WHAT TO PRODUCE: Extract the lines that carry the string "math" from the listing.

DATA TO PROCESS:
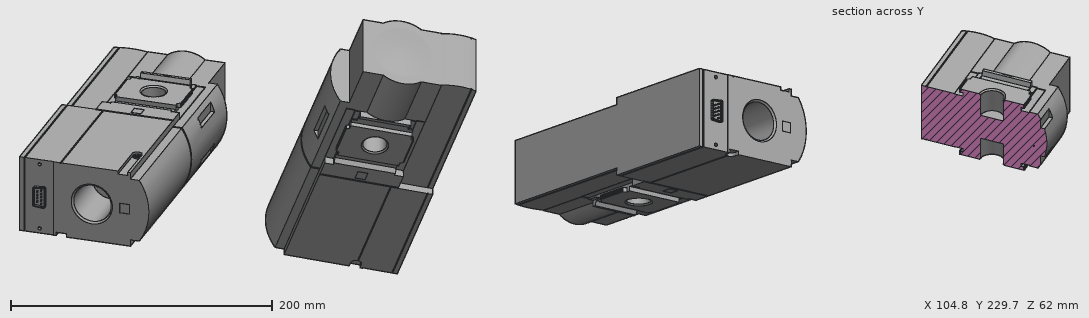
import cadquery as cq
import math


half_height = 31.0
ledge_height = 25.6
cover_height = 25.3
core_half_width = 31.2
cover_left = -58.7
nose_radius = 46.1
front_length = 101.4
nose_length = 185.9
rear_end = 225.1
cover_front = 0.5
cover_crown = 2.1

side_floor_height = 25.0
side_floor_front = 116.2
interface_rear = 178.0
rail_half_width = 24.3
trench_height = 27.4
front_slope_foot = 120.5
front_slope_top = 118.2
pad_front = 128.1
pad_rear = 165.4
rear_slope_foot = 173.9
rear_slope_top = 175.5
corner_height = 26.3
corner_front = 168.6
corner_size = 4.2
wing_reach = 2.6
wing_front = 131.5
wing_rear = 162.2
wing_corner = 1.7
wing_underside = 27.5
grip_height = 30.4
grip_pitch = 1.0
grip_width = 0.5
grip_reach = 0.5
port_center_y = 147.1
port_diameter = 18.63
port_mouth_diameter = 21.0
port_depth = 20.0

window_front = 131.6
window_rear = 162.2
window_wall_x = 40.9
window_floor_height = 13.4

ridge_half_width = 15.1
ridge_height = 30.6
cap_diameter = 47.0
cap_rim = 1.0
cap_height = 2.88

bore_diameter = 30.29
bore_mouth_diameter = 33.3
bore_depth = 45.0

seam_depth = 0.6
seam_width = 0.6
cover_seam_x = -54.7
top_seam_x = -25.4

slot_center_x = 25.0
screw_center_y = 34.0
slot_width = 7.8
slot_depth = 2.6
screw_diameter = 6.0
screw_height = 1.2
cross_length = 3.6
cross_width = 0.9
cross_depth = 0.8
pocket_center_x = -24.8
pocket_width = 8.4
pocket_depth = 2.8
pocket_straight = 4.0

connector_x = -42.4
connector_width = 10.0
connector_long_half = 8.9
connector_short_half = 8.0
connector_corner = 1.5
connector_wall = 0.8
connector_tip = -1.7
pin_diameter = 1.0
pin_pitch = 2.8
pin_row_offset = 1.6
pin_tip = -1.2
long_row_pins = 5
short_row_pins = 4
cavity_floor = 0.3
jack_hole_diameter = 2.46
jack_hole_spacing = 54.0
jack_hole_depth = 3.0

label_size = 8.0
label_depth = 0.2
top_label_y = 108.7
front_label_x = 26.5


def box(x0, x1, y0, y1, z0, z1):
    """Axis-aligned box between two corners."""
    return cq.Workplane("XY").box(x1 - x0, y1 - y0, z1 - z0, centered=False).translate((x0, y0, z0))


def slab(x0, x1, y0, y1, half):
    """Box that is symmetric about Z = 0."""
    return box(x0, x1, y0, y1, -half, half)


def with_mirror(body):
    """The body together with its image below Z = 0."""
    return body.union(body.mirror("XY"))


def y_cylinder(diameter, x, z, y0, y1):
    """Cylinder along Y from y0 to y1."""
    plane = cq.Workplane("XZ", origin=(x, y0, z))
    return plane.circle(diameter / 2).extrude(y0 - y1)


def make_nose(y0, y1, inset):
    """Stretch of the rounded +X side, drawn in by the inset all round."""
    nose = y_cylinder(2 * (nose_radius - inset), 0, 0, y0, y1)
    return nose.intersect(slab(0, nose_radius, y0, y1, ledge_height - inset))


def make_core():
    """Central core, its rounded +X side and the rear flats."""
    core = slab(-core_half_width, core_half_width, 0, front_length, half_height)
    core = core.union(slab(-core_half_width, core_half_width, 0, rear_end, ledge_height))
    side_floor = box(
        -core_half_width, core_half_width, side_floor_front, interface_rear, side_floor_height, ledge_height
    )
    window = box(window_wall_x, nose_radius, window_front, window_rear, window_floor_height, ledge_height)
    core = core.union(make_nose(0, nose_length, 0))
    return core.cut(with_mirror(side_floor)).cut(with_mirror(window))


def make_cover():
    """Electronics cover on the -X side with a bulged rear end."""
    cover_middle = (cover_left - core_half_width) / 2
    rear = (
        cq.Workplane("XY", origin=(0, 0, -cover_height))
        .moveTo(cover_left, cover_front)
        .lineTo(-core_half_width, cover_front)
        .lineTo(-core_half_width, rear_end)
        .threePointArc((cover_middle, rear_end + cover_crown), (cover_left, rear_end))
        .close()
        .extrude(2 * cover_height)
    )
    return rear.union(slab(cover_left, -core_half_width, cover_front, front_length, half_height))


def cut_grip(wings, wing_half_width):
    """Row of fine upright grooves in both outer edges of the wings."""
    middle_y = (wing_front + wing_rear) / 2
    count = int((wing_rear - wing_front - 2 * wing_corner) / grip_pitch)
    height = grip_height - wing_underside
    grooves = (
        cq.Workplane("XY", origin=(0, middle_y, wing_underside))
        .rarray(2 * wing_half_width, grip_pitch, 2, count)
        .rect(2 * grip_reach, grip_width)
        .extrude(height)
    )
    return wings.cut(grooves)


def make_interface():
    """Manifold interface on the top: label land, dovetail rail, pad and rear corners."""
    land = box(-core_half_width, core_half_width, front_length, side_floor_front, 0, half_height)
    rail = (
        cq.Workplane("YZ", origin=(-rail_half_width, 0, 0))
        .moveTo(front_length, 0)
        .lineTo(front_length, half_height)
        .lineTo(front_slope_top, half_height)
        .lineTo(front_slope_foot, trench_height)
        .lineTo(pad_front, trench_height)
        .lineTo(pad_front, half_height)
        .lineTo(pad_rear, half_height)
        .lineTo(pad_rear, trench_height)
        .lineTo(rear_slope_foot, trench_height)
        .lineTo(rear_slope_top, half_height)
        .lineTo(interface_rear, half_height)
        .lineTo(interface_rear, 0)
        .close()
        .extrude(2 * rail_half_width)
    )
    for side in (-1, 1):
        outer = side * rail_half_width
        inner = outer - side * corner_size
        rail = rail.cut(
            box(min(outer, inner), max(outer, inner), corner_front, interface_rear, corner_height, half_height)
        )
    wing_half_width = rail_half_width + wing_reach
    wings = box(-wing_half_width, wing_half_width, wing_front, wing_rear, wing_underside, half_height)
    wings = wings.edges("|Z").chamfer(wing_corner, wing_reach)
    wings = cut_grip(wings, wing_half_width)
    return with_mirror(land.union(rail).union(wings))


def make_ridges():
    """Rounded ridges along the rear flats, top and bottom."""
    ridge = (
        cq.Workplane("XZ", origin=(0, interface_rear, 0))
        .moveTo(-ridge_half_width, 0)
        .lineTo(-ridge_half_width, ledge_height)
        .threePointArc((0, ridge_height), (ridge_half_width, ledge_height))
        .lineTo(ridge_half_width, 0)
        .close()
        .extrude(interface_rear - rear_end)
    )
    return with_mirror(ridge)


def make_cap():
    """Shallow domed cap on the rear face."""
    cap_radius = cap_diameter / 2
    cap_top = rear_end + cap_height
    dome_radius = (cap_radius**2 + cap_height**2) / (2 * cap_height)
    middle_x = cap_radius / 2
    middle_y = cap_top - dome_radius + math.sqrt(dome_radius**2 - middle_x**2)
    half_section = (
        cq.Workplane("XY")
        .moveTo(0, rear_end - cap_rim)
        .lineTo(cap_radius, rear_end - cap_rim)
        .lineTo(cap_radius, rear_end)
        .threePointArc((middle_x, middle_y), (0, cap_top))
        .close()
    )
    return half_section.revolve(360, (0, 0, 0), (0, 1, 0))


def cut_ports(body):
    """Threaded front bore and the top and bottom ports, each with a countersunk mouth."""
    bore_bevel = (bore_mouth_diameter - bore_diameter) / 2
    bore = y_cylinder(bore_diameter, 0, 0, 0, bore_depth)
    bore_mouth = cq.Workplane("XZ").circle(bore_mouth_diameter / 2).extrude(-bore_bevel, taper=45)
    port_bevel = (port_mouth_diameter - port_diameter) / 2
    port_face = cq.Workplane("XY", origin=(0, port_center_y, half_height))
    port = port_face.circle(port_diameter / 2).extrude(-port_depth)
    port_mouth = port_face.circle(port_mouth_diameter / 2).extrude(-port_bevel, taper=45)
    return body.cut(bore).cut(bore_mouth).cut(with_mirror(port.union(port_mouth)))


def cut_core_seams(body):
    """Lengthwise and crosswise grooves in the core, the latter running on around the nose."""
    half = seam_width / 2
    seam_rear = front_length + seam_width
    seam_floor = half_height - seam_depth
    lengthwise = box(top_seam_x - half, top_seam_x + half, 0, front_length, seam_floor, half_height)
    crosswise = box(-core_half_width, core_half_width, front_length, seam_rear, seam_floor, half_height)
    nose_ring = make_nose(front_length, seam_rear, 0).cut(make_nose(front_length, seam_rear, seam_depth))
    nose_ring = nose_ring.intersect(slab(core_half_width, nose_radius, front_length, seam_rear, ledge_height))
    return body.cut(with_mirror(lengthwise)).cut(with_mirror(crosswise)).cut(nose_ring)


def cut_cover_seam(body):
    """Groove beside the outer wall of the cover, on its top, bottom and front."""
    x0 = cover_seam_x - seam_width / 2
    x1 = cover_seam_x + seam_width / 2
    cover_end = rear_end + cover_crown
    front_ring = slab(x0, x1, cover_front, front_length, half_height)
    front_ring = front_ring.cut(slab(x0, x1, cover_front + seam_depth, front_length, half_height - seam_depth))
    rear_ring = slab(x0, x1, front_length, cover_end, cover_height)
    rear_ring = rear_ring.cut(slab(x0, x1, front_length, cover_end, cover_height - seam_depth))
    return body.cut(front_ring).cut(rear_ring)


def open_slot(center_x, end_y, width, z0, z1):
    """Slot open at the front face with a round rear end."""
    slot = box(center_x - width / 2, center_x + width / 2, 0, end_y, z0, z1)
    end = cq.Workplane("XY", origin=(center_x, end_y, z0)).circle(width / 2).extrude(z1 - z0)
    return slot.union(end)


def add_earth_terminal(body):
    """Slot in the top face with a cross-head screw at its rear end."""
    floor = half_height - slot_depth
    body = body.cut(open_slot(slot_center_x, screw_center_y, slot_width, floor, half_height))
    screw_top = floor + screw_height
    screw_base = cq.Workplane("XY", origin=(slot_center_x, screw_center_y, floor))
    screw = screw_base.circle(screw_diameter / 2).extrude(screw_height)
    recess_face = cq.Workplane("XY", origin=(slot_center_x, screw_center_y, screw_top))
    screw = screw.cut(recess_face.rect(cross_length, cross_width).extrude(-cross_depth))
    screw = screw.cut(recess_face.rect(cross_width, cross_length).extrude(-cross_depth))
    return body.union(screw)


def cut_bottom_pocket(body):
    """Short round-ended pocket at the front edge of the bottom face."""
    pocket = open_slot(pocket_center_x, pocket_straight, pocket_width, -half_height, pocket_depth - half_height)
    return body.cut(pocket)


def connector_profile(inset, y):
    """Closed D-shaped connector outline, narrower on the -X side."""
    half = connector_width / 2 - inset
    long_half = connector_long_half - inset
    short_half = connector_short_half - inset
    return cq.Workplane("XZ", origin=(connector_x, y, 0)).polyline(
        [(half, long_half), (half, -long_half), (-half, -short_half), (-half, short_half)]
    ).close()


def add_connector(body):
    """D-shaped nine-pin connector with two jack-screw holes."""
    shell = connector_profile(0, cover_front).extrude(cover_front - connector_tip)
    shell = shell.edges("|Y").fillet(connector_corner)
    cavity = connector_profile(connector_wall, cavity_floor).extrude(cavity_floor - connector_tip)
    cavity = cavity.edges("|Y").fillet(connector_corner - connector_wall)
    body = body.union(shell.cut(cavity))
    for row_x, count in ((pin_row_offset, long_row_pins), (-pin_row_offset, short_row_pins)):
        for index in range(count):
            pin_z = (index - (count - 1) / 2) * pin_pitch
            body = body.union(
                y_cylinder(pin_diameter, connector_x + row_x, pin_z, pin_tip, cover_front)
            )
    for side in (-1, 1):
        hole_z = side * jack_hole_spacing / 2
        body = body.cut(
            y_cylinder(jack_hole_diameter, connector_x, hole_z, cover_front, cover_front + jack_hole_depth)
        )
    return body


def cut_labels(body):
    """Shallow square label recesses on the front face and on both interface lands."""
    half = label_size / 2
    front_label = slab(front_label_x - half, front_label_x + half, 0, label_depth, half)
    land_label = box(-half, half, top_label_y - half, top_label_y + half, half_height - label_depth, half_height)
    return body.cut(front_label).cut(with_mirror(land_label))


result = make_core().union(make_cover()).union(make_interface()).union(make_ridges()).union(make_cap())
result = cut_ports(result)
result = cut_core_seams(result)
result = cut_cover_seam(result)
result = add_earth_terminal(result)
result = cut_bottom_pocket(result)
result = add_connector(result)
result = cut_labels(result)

TASK RESPONSE:
import math
    middle_y = cap_top - dome_radius + math.sqrt(dome_radius**2 - middle_x**2)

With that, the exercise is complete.